Strict control of
iron homeostasis is critical for the maintenance of normal lung function.
Iron accumulates in the lungs of patients with
idiopathic pulmonary fibrosis (PF), but the characteristics of
iron metabolism in the pathogenesis of PF and related targeting
therapeutics are not well studied. In this study, we investigated the cellular and molecular characteristics of
iron metabolism in fibrotic lungs and further explored the efficacy of
clioquinol (CQ) for the treatment of PF as well as its functional mechanism.
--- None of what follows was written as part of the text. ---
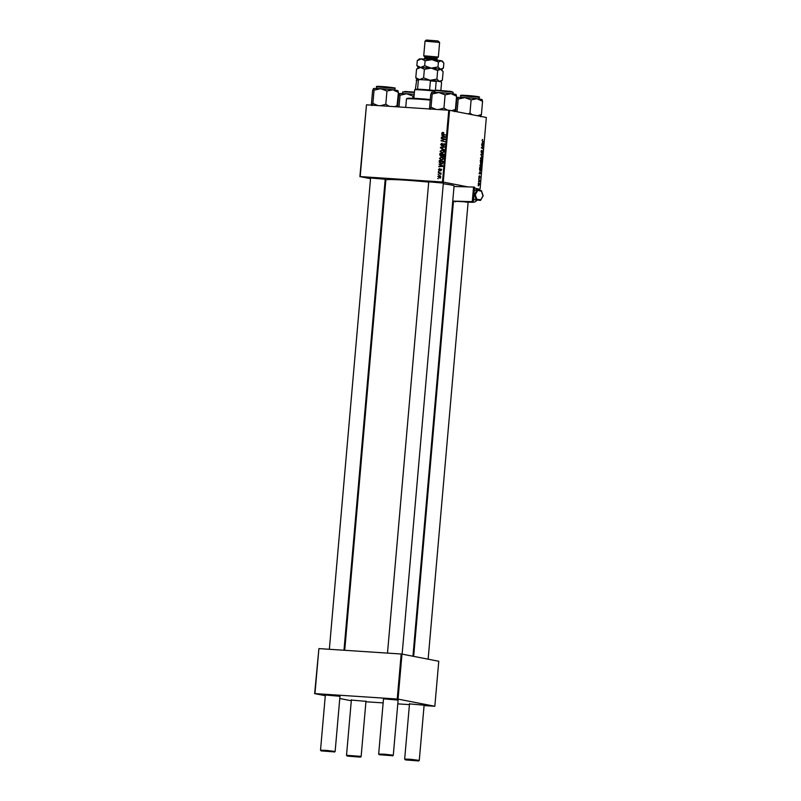 <?xml version="1.0" encoding="UTF-8"?>
<svg xmlns="http://www.w3.org/2000/svg" width="801" height="801" viewBox="0 0 801 801"><rect width="100%" height="100%" fill="white"/><g stroke="black" fill="none" stroke-linecap="round" stroke-linejoin="round"><path stroke-width="1.2" d="M428.735 181.817L443.343 183.089M370.583 177.992L385.201 179.264M443.283 183.769A34.233 1.632 5 0 1 451.103 184.981A34.233 1.632 5 0 1 454.077 185.912L412.936 656.229M351.349 700.074L365.967 701.346M409.501 703.899L424.109 705.17M383.499 698.832L398.117 700.114M325.346 695.008L339.964 696.279M438.357 171.504L438.908 171.604M438.097 174.488L438.648 174.588M442.092 157.116L441.271 156.956L442.943 157.647L443.424 158.948L441.561 160.31L439.459 158.308L441.701 157.006M439.008 164.125L442.763 165.877L442.713 166.418L438.778 166.748L439.889 166.228L440.019 164.716L439.008 164.125L440.009 164.225M440.9 156.315L439.799 155.014L439.949 153.311L443.784 154.283L443.564 155.955L440.74 156.295M442.633 156.485L442.352 155.955M440.43 147.855L440.48 147.284L444.425 146.893L441.001 147.674L444.154 149.967L440.43 147.855L441.431 147.905M442.593 132.345L442.963 132.856L442.112 133.216L442.793 133.847L445.466 134.989L442.663 134.278L441.661 133.166L442.593 132.345M441.251 138.493L445.116 139.034L441.661 140.495L444.875 141.757L441.051 140.776L444.495 139.304L441.251 138.493L442.272 138.303M445.076 139.414L442.242 138.683M370.523 178.673L359.889 176.6L366.478 104.811L360.2 176.59L442.472 182.007L448.75 110.228L449.561 110.318L443.273 182.087L442.472 182.007M366.478 104.811L448.75 110.228M441.551 134.989L445.316 136.741L445.266 137.281L441.321 137.602L442.442 137.091L442.573 135.579L441.551 134.989L442.553 135.079M444.014 143.769L444.645 144.971L443.414 146.142L444.195 144.931L443.704 144.16L441.711 145.802L440.68 144.39L442.112 143.159L441.131 144.45L441.711 145.361L443.874 143.729M444.645 145.011L443.704 144.16M442.713 150.037L441.892 149.877L443.564 150.568L444.044 151.88L442.182 153.231L440.079 151.229L442.322 149.927M440.88 169.081L441.391 170.022L440.44 170.973L440.69 169.482L439.208 170.663L438.477 169.572L439.579 168.58L438.828 169.612L439.208 170.223L440.78 169.051M438.477 169.572L439.849 170.343M441.381 170.042L440.69 169.482M441.341 163.794L439.258 162.333L439.328 160.38L443.163 161.361L442.973 162.963L440.95 163.744M439.749 175.619L440.77 177.011L439.499 177.972L437.877 176.48L439.429 175.539M438.247 172.776L441.071 173.036L440.46 173.336L440.9 174.388L438.247 172.776L439.278 172.585M437.736 178.573L438.287 178.683M480.7 167.499L479.849 165.447L480.73 164.135L481.601 166.177L480.78 167.509M479.789 171.885L480.92 173.647L479.128 173.887L479.789 171.885M482.052 140.305L482.663 139.574L482.252 140.375L483.674 142.218L482.442 141.447L482.432 139.504M481.461 152.971L481.071 151.539L481.771 150.328L481.481 152.52L482.462 150.918L482.823 152.2L482.212 153.341L482.442 151.359L481.751 152.21M481.701 150.768L481.191 150.818M482.252 152.901L482.623 152.14M482.362 157.196L480.84 154.433L482.633 154.122L481.051 154.833L482.362 157.196M481.321 160.42L480.47 158.368L481.351 157.056L482.222 159.099L481.401 160.43M478.337 185.872L478.137 185.281L478.337 185.872M476.505 189.056L480.059 189.256L486.347 117.477L449.561 110.318M480.059 189.256L475.684 188.405M467.934 186.893L443.273 182.087M480.59 163.484L480.31 160.45L481.982 161.512L481.812 163.184L481.361 163.694L480.77 163.014M481.561 163.164L481.361 163.694M482.342 142.738L483.474 144.51L481.681 144.751L482.342 142.738M482.623 146.303L481.641 145.191L483.323 146.253L481.691 147.654L483.083 148.986L481.401 147.925L482.623 146.303M478.868 176.711L479.409 175.739L479.158 177.381L479.869 176.23L479.679 178.152L479.859 176.671L479.138 177.822L478.868 176.711M479.388 176.19L478.858 176.751M479.439 176.911L479.869 176.23M479.559 169.482L479.689 167.529L481.371 168.59L480.43 170.993L479.559 169.482M478.918 185.151L478.257 183.619L478.858 182.668L479.539 184.22L478.978 185.161M478.698 181.777L478.497 181.186L478.698 181.777M479.088 180.245L478.648 179.474L479.859 180.245L479.719 181.597L479.088 180.245M478.958 178.793L478.758 178.202L478.958 178.793M385.732 181.637L385.001 181.497M325.286 695.689L314.653 693.616L318.898 648.6L314.963 693.606L397.236 699.023L401.181 654.006L401.982 654.097L398.047 699.103L397.236 699.023M318.898 648.6L401.181 654.006M424.079 705.591L434.833 706.272L398.047 699.103M434.833 706.272L438.768 661.256L401.982 654.097M365.927 701.766L383.138 702.898M397.787 703.869L409.431 704.63M351.289 700.755L339.774 698.512M344.73 650.292L385.872 179.945A34.233 1.632 5 0 1 428.705 182.107M481.031 161.452L481.982 161.512M481.751 161.832L481.231 161.502L481.391 163.254L481.751 161.832M481.411 163.254L481.892 162.603M481.031 161.381L480.47 161.021L480.64 163.044L481.031 161.381M480.66 163.054L480.95 162.323M480.46 158.428L481.431 159.99L480.75 159.95L482.022 159.049L481.211 157.487M481.301 157.497L480.67 158.438M480.83 154.453L482.592 154.563M482.873 141.717L483.714 141.767M481.711 144.39L483.474 144.51M482.983 143.709L482.522 143.029L482.412 144.23L483.313 144.14L482.983 143.709M482.472 146.203L483.323 146.253M482.673 146.683L483.283 146.723M481.411 147.855L482.142 147.905M482.282 148.475L483.123 148.535M479.168 173.527L480.92 173.647M480.44 172.856L479.969 172.165L479.869 173.376L480.76 173.276L480.44 172.856M480.53 168.53L481.371 168.59M481.131 168.911L479.849 168.1L480.48 170.553L481.131 168.911M480.55 170.563L479.849 170.513L481 170.112M479.849 165.507L480.81 167.069L480.129 167.019L481.401 166.127L480.59 164.565M480.68 164.575L480.049 165.517M479.378 184.17L478.838 183.109L478.417 183.649L478.958 184.711L479.378 184.17L478.407 184.671L479.008 184.711M478.257 183.639L478.838 183.109M478.998 180.185L479.859 180.245M444.885 141.697L441.051 140.776M441.842 140.455L441.091 140.315M444.285 139.744L443.404 139.574M445.486 139.494L444.575 139.294M442.342 137.522L441.361 137.161M442.362 137.351L443.434 137.281L442.442 137.091M443.544 135.96L442.573 135.579M443.564 135.769L442.553 135.179M442.893 137.051L445.867 137.111L443.003 135.85L442.893 137.051L444.875 136.921L443.003 135.85M445.476 134.928L442.663 134.278M443.654 134.468L442.653 133.356L443.594 132.545M442.643 145.381L442.062 145.271M443.374 144.26L442.823 144.16M443.814 144.35L444.715 143.91M444.575 144.32L443.844 144.18M442.703 146.002L441.671 144.591M441.461 147.654L440.48 147.284M441.471 147.484L444.405 147.184M444.185 149.617L441.421 148.045M441.782 150.318L442.793 150.067M442.332 153.241L441.441 152.58M444.225 151.099L442.833 150.508M443.233 150.898L441.832 150.318L440.53 151.289L442.262 152.791L443.584 151.83L443.233 150.898L443.894 151.029M443.203 150.558L441.832 150.318M443.634 156.686L442.733 156.035M441.902 156.515L440.8 155.204M442.643 154.423L440.36 153.872L440.95 155.875L441.651 154.203L440.36 153.872M443.293 154.613L442.102 154.313L442.653 156.045L443.293 154.613L442.102 154.313M443.424 156.195L442.132 155.764M442.643 154.393L441.651 154.203M441.631 156.005L440.27 155.134M440.77 169.932L441.651 169.231M441.151 170.663L440.43 170.523M440.2 170.863L439.469 169.762M439.789 166.658L438.818 166.298M439.809 166.498L440.88 166.428L439.889 166.228M441.001 165.096L440.019 164.716M441.011 164.906L439.999 164.315M440.35 166.197L443.313 166.258L440.45 164.986L440.35 166.197L442.322 166.057L440.45 164.986M442.342 163.995L440.25 162.533M439.779 162.433L439.258 162.333M443.123 161.752L439.739 160.951L441.411 163.354L442.502 162.893L442.673 161.692L439.739 160.951M441.161 157.396L442.172 157.146M441.721 160.31L440.82 159.659M443.614 158.167L442.212 157.587M442.613 157.977L441.221 157.396L439.919 158.368L441.641 159.87L442.973 158.908L442.613 157.977L443.273 158.107M442.583 157.637L441.221 157.396M440.77 177.041L439.098 175.94L437.877 176.48M440.5 178.162L438.868 176.671L440.089 175.689M440.099 177.632L439.539 177.532L440.42 176.971M440.58 176.23L439.098 175.94M438.227 176.5L440.31 177.692M441.031 173.447L440.46 173.336M440.971 174.288L440.47 174.187M440.76 173.396L439.238 172.976M347.654 756.124L360.46 757.125L347.654 756.124M351.379 699.784L346.523 755.273L360.5 756.354L361.131 756.555L360.46 757.125M405.807 759.949L418.613 760.95L405.807 759.949M405.226 759.779L404.665 759.098L410.462 759.268L419.283 760.379L424.14 704.88M333.887 751.859L321.081 750.887L333.887 751.859M321.081 750.887L320.52 750.207L326.317 750.377L335.138 751.488L339.994 695.989M392.039 755.683L379.233 754.712L392.039 755.683M379.233 754.712L378.673 754.041L384.47 754.202L392.65 755.113L393.281 755.313L392.61 755.884M412.775 98.273L412.966 96.09L414.117 95.589M399.018 106.954L400.039 95.239L406.668 93.767L412.966 96.09M397.616 106.863L398.588 95.79L399.479 93.617L400.039 95.239M414.227 94.388A12.305 0.591 -175 0 0 406.668 93.767A12.305 0.591 -175 0 0 399.479 93.617M482.182 99.755L482.062 99.614A12.305 0.591 5 0 0 477.006 98.713A12.305 0.591 -175 0 0 471.078 98.092A12.305 0.591 -175 0 0 464.82 97.592L471.108 99.915L477.006 98.713L482.572 101.316L482.012 99.694M480.52 116.726L481.411 114.553L477.486 115.755M481.411 114.553L482.572 101.316M472.44 114.773L469.957 113.151L471.108 99.915M469.957 113.151L468.054 113.922M458.192 99.064L464.82 97.592A12.305 0.591 -175 0 0 457.631 97.442L458.192 99.064L457.081 111.78M455.699 111.509L456.74 99.614L457.631 97.442A12.305 0.591 -175 0 0 457.581 97.472L457.631 97.442M389.246 106.313L385.802 104.27L380.485 105.742M377.892 105.572L372.886 103.419L371.994 105.582L371.424 103.96L372.585 90.723L373.476 88.551L374.047 90.173L380.665 88.701L386.963 91.024L392.86 89.832L398.427 92.425L397.867 90.803M396.916 106.823L398.427 92.425M397.266 105.662L394.503 106.663M385.802 104.27L386.963 91.024M372.886 103.419L374.047 90.173M373.476 88.551A12.305 0.591 5 0 0 373.436 88.581A12.305 0.591 5 0 1 373.436 88.581L373.476 88.551A12.305 0.591 -175 0 1 380.665 88.701A12.305 0.591 -175 0 1 392.86 89.832A12.305 0.591 -175 0 1 397.917 90.723L398.037 90.863M456.19 94.688L456.069 94.548A12.305 0.591 -175 0 0 451.013 93.657A12.305 0.591 5 0 0 438.818 92.526A12.305 0.591 -175 0 0 433.892 92.295A12.305 0.591 -175 0 0 431.629 92.375L432.19 93.997L438.818 92.526L445.116 94.848L451.013 93.657L456.57 96.25L456.009 94.628M447.399 110.138L443.954 108.095L438.628 109.567M443.954 108.095L445.116 94.848M436.044 109.397L431.038 107.244L432.19 93.997M431.038 107.244L430.137 109.407L429.576 107.795L430.738 94.548L431.629 92.375A12.305 0.591 -175 0 0 431.579 92.405L431.629 92.375M454.517 111.659L455.419 109.487L456.57 96.25M455.419 109.487L451.484 110.688M430.247 100.095A20.786 0.991 -175 0 0 406.487 98.954A20.786 0.991 -175 0 0 406.457 99.004L405.727 107.394M406.487 98.954L407.148 98.403A20.175 0.961 5 0 1 430.297 99.524M434.823 91.124A13.447 0.641 -175 0 0 422.548 90.012A13.447 0.641 -175 0 0 414.638 89.882L415.298 89.322A12.836 0.611 5 0 1 415.369 89.291A12.836 0.611 5 0 1 417.581 89.201A12.836 0.611 5 0 1 422.848 89.452A12.836 0.611 5 0 1 429.606 89.992A12.836 0.611 5 0 1 434.883 90.553M414.638 89.882A13.447 0.641 -175 0 0 414.618 89.912L413.877 98.323M429.606 89.992L430.407 80.871L429.286 80.19A12.225 0.581 5 0 1 436.755 80.981L441.091 81.822L441.561 82.533L440.87 90.403M415.369 89.291L416.74 79.659A12.225 0.581 5 0 1 416.75 79.649A12.225 0.581 5 0 1 419.594 79.549L429.286 80.19M419.594 79.549L418.372 80.08A12.836 0.611 -175 0 0 416.17 80.17L416.74 79.659M417.581 89.201L418.372 80.08M436.755 80.981L436.185 81.482A12.836 0.611 -175 0 0 430.407 80.871M435.414 90.233L436.185 81.482M424.86 57.111L437.016 58.173M438.357 57.051L439.619 42.433L425.021 41.161L423.739 55.77L438.357 57.051L437.026 58.163L436.925 59.374L424.74 58.313L423.849 59.354M425.021 41.161L426.352 40.05L437.987 40.961L439.619 42.433M417.281 60.626L421.356 58.914A11.614 0.551 5 0 0 419.173 59.024L417.281 60.626L416.85 65.562L420.615 67.434A11.614 0.551 5 0 1 431.168 68.125L424.68 65.722L420.615 67.434A11.614 0.551 5 0 0 418.422 67.534L416.54 69.136L420.615 67.434L424.37 69.297L431.168 68.125L437.656 70.528L440.54 69.266L443.113 71.589L442.362 80.18L440.55 81.712M416.54 69.136L415.789 77.727L417.191 79.559M424.37 69.297L423.619 77.887L419.544 79.599L415.789 77.727M437.656 70.528L436.905 79.119L430.107 80.29L423.619 77.887M442.362 80.18L439.479 81.432L436.905 79.119M443.083 61.987L442.282 61.046A11.614 0.551 5 0 0 441.291 60.756L438.407 62.007L431.919 59.614L425.121 60.786L421.356 58.914A11.614 0.551 5 0 1 431.919 59.614A11.614 0.551 5 0 1 441.291 60.756L443.854 63.079L443.424 68.015L440.54 69.266L437.977 66.954L431.168 68.125A11.614 0.551 5 0 1 440.54 69.266A11.614 0.551 5 0 1 441.541 69.557L442.292 70.458M437.416 81.101A11.614 0.551 5 0 1 439.479 81.432A11.614 0.551 5 0 1 440.44 81.692M421.066 79.649A11.614 0.551 5 0 1 427.824 80.09M443.424 68.015L441.561 69.587M416.85 65.562L418.402 67.564M425.121 60.786L424.68 65.722M438.407 62.007L437.977 66.954M473.551 197.967L474.172 199.789L480.46 200.4L474.172 199.789M477.026 200.15A7.339 5.697 -88.4 0 1 472.85 202.293A7.339 5.697 -88.4 0 1 472.42 202.252L467.223 201.602L473.221 201.772L474.492 187.174L473.551 187.054L472.27 201.652L473.221 201.772M474.432 187.814A7.339 5.697 -88.4 0 1 477.426 190.177M455.699 201.782L453.466 201.331L455.108 201.251L472.42 202.252M452.745 201.091L472.27 201.652M454.027 186.493L473.551 187.054M473.832 194.693L475.273 194.783L476.815 199.279L476.104 199.849L474.342 194.703L476.955 190.117L475.023 190.057L474.102 191.699M476.815 199.279L480.63 199.769L480.46 200.4L483.063 195.804M482.903 195.744L481.311 190.668L481.371 191.249L481.311 190.668L477.006 190.117L481.331 190.668M481.371 191.249L476.955 190.117L477.556 190.768L475.273 194.783M345.722 638.918L344.991 638.858M480.81 154.723L481.521 154.773M481.952 147.134L482.572 147.174M481.451 147.454L482.062 147.494M445.096 136.711L444.104 136.51M444.885 137.161L443.894 136.971M443.023 144.771L442.492 144.671M442.553 165.847L441.561 165.657M442.332 166.298L441.341 166.107M440.35 173.276L439.359 173.076M414.387 92.475L402.723 91.875L414.417 92.125L404.785 91.444M461.937 95.589L470.938 95.79C477.967 96.49 480.7 96.991 479.138 97.301L460.865 95.699L460.725 97.382M460.865 95.699C459.283 95.079 462.648 95.109 470.938 95.79L478.107 97.001M377.792 86.698L386.793 86.908C400.46 88.49 392.931 88 394.983 88.41L376.72 86.808C375.138 86.188 378.493 86.218 386.793 86.908L393.952 88.11M434.863 90.633L436.905 90.203L450.913 91.404L453.136 92.235L436.605 90.533L434.863 90.633L434.723 92.315M436.935 90.203L452.104 91.935M453.426 201.742L452.695 201.712L453.436 201.712M442.803 132.826L443.794 133.016M443.774 144.16L444.765 144.36M442.553 156.035L443.554 156.225M440.85 155.865L441.842 156.055M439.148 170.213L440.149 170.403M365.987 701.055L361.131 756.555M347.083 755.954L346.523 755.293M418.613 760.95L419.273 760.399M428.135 659.193L468.124 202.152M404.665 759.098L409.521 703.608M413.656 656.369L453.466 201.331M320.52 750.207L325.376 694.717M329.351 649.281L370.613 177.702M343.989 650.242L385.221 178.973M334.468 752.059L335.128 751.508M428.755 181.527L387.494 653.105M383.519 698.542L378.673 754.041M443.374 182.798L402.132 654.127M398.137 699.824L393.281 755.313M402.723 91.875L402.573 93.557M479.138 97.301L478.988 98.974M376.72 86.808L376.57 88.49M394.983 88.41L394.843 90.082M453.136 92.235L452.986 93.917M424.85 57.091L424.74 58.313M437.616 60.566L436.925 59.374M424.85 57.101L423.749 55.79M465.351 202.072L472.85 202.293M481.471 190.778L483.183 195.804L480.64 200.29"/></g></svg>

Iron aggregates accumulated in the lungs of patients with idiopathic PF, and FTL (
ferritin light chain) transcripts were increased in their pulmonary fibroblasts. In the
bleomycin (BLM)-induced PF (BLM-PF) mouse model, pulmonary
iron accumulation is a very early and concomitant event of PF. Labile
iron pool levels in both fibroblasts and macrophages from the BLM-PF model were elevated, and
iron metabolism was dysregulated. CQ attenuated PF induced by BLM and
FITC, and
iron-saturated CQ did not alleviate BLM-PF. Furthermore, CQ inhibited the activation of fibroblasts, including proliferation, fibrotic differentiation, proinflammatory
cytokine secretion, and migration. In conclusion, our study demonstrated that CQ, acting as an
iron chelator, attenuates experimental PF through inactivation of fibroblasts, providing support for targeting
iron metabolism as a basis for PF treatment.